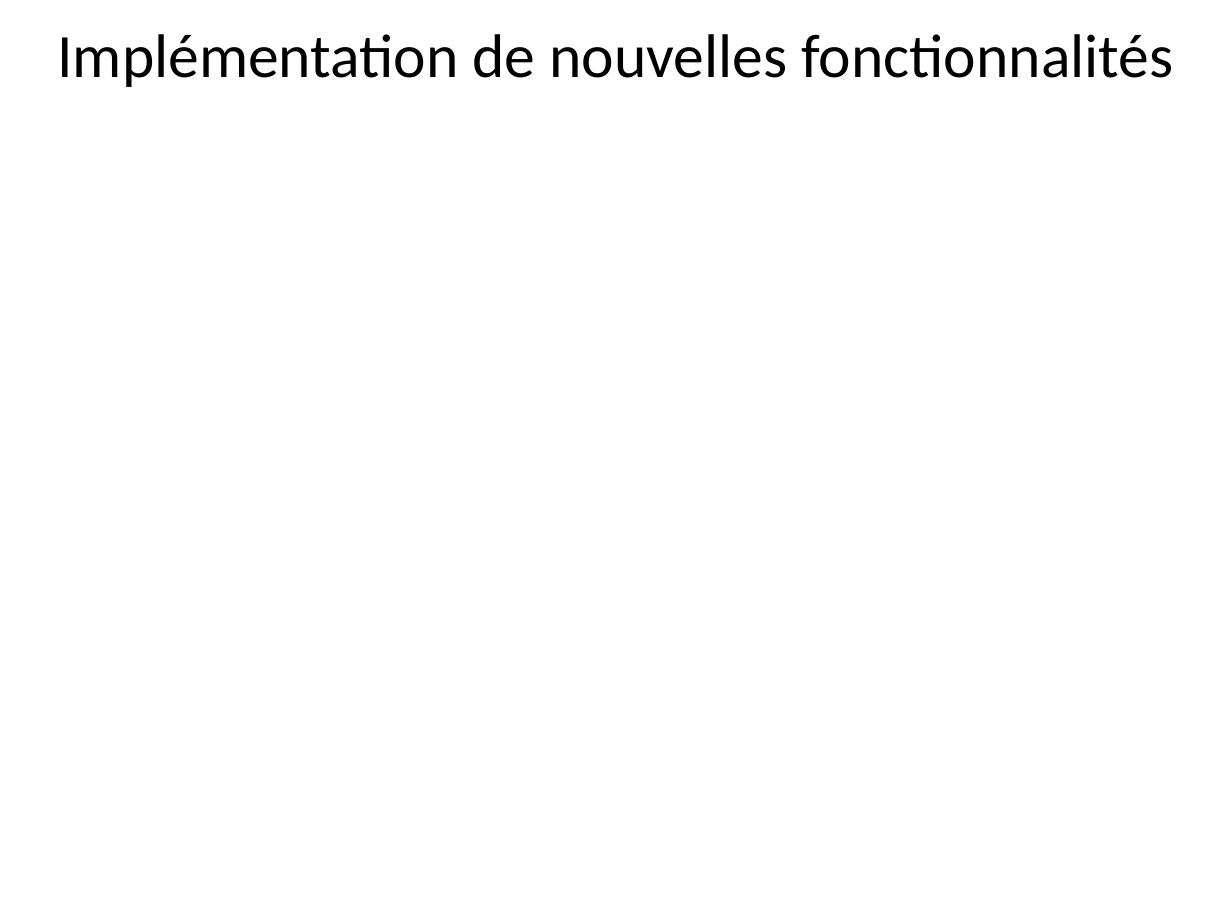
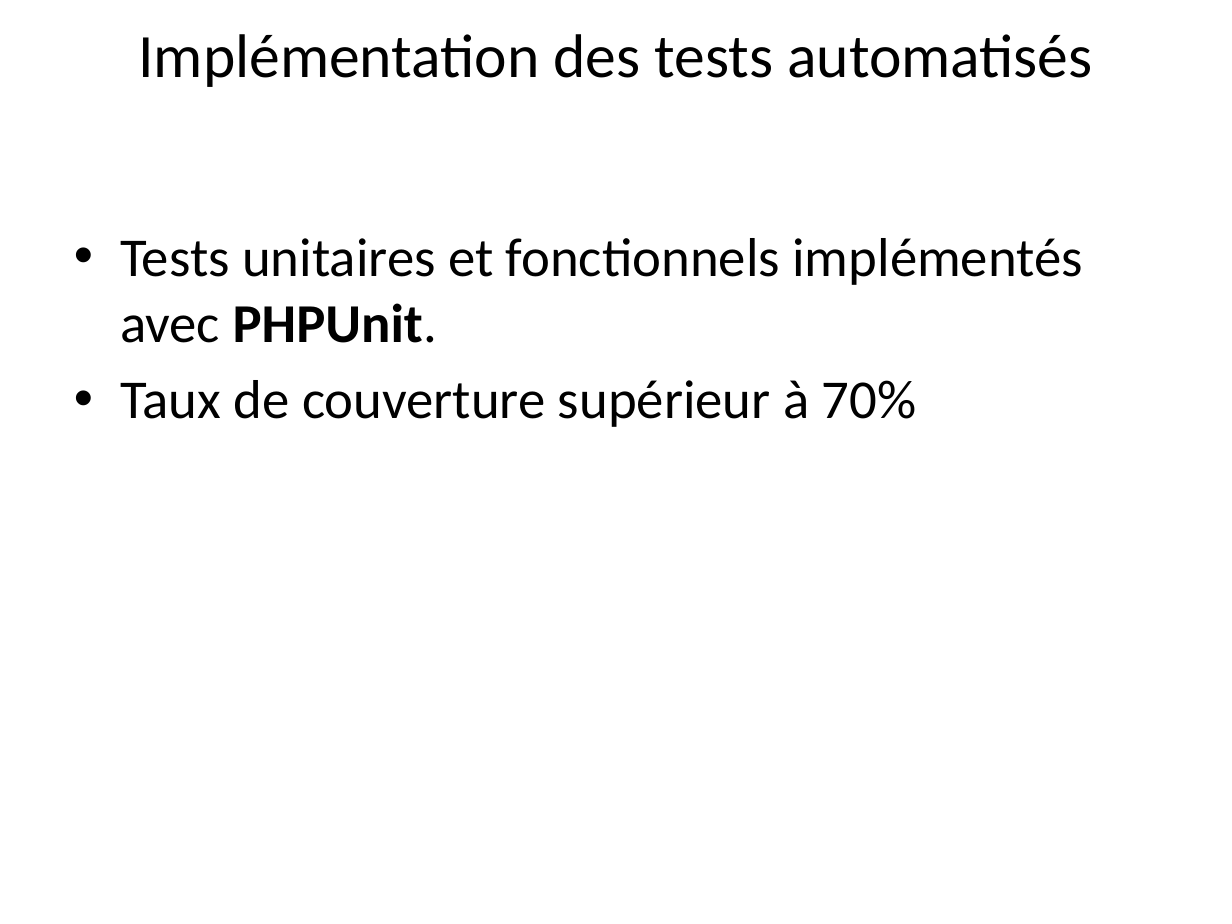
Before and after one commit to yohannzaoui/projet8_ToDo_and_Co, a slide deck: slide 4 of docs/ppt/ToDo&Co.pptx. Drawn at 1232x924 pixels with LibreOffice and Linux fonts; fonts in the diff are those of the drawing. Boxes give left, top, right and bottom in pixels: in the first picture for what was removed or moved away, otherwise in the second. Text is boxed around its words. In the diff, an @@ line names an element or a change of style, - is before the commit and + after.

```diff
--- a/docs/ppt/ToDo&Co.pptx
+++ b/docs/ppt/ToDo&Co.pptx
@@ text at (x1=139, y1=34, x2=1092, y2=87): text changed @@
-Implémentation de nouvelles fonctionnalités
+Implémentation des tests automatisés
@@ text added at (x1=120, y1=238, x2=1083, y2=427), 32 pt, text #000000 @@
+• Tests unitaires et fonctionnels implémentés avec PHPUnit.
+• Taux de couverture supérieur à 70%
```
Also in this commit, not shown: 1 other slide changed, 12 slides added, 27 slides removed, 3 other files.

::::::

Reproduce the data above line for line, excluding every picture.

#### [SOLUTION]
Before and after one commit to yohannzaoui/projet8_ToDo_and_Co, a slide deck: slide 4 of docs/ppt/ToDo&Co.pptx. Drawn at 1232x924 pixels with LibreOffice and Linux fonts; fonts in the diff are those of the drawing. Boxes give left, top, right and bottom in pixels: in the first picture for what was removed or moved away, otherwise in the second. Text is boxed around its words. In the diff, an @@ line names an element or a change of style, - is before the commit and + after.

```diff
--- a/docs/ppt/ToDo&Co.pptx
+++ b/docs/ppt/ToDo&Co.pptx
@@ text at (x1=139, y1=34, x2=1092, y2=87): text changed @@
-Implémentation de nouvelles fonctionnalités
+Implémentation des tests automatisés
@@ text added at (x1=120, y1=238, x2=1083, y2=427), 32 pt, text #000000 @@
+• Tests unitaires et fonctionnels implémentés avec PHPUnit.
+• Taux de couverture supérieur à 70%
```
Also in this commit, not shown: 1 other slide changed, 12 slides added, 27 slides removed, 3 other files.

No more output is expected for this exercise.